Where a line of the entries holds the string "arrow", copy that line.

──────

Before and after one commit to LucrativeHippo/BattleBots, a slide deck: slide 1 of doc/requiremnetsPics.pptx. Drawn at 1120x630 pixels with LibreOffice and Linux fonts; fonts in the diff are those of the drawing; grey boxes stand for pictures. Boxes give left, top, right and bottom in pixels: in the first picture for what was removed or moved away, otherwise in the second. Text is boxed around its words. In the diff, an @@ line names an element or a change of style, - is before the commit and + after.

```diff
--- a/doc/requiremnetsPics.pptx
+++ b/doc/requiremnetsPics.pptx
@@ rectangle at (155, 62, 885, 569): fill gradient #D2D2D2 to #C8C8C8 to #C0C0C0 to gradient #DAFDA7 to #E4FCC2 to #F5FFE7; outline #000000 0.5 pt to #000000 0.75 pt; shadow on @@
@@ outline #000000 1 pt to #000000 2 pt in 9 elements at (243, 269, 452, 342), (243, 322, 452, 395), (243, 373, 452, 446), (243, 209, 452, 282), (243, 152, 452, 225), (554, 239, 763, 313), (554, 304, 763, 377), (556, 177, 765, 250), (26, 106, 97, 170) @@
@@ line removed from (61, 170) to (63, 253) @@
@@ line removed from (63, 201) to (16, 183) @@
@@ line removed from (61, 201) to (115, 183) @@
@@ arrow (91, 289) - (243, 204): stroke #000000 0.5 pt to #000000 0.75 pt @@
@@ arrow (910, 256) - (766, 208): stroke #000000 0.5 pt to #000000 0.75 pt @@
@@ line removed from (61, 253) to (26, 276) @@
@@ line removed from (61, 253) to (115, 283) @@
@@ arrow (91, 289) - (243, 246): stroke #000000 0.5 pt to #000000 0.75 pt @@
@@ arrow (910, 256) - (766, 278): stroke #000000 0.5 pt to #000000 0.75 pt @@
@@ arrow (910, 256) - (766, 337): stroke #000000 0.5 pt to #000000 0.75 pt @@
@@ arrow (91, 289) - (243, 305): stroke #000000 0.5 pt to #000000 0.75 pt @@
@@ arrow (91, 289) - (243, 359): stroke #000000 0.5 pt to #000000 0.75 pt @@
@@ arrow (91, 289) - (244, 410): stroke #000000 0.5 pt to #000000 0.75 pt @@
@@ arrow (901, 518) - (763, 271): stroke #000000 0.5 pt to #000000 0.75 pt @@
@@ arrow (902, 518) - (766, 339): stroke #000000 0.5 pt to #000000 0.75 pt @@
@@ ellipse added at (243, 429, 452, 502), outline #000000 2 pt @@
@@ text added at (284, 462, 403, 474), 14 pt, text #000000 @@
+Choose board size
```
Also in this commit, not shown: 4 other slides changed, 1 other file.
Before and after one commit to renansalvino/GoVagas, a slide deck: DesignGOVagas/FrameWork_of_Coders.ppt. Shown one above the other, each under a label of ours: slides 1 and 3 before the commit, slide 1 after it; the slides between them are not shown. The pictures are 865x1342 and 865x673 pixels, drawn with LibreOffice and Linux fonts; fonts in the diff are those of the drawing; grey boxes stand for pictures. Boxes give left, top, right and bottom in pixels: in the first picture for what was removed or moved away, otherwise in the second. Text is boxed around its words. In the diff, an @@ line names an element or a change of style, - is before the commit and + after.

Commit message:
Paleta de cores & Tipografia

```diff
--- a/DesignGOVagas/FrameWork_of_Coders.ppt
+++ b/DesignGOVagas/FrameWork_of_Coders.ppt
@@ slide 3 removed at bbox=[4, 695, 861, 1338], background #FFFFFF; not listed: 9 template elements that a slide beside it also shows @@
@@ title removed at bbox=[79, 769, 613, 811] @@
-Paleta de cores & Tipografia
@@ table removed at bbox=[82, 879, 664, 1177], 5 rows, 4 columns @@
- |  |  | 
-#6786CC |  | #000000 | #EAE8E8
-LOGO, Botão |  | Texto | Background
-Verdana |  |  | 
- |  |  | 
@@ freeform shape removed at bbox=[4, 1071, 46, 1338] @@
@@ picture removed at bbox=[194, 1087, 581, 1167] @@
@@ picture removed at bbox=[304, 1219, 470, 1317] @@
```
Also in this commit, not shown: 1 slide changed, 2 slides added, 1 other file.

──────

• **Worked solution**:
@@ arrow (91, 289) - (243, 204): stroke #000000 0.5 pt to #000000 0.75 pt @@
@@ arrow (910, 256) - (766, 208): stroke #000000 0.5 pt to #000000 0.75 pt @@
@@ arrow (91, 289) - (243, 246): stroke #000000 0.5 pt to #000000 0.75 pt @@
@@ arrow (910, 256) - (766, 278): stroke #000000 0.5 pt to #000000 0.75 pt @@
@@ arrow (910, 256) - (766, 337): stroke #000000 0.5 pt to #000000 0.75 pt @@
@@ arrow (91, 289) - (243, 305): stroke #000000 0.5 pt to #000000 0.75 pt @@
@@ arrow (91, 289) - (243, 359): stroke #000000 0.5 pt to #000000 0.75 pt @@
@@ arrow (91, 289) - (244, 410): stroke #000000 0.5 pt to #000000 0.75 pt @@
@@ arrow (901, 518) - (763, 271): stroke #000000 0.5 pt to #000000 0.75 pt @@
@@ arrow (902, 518) - (766, 339): stroke #000000 0.5 pt to #000000 0.75 pt @@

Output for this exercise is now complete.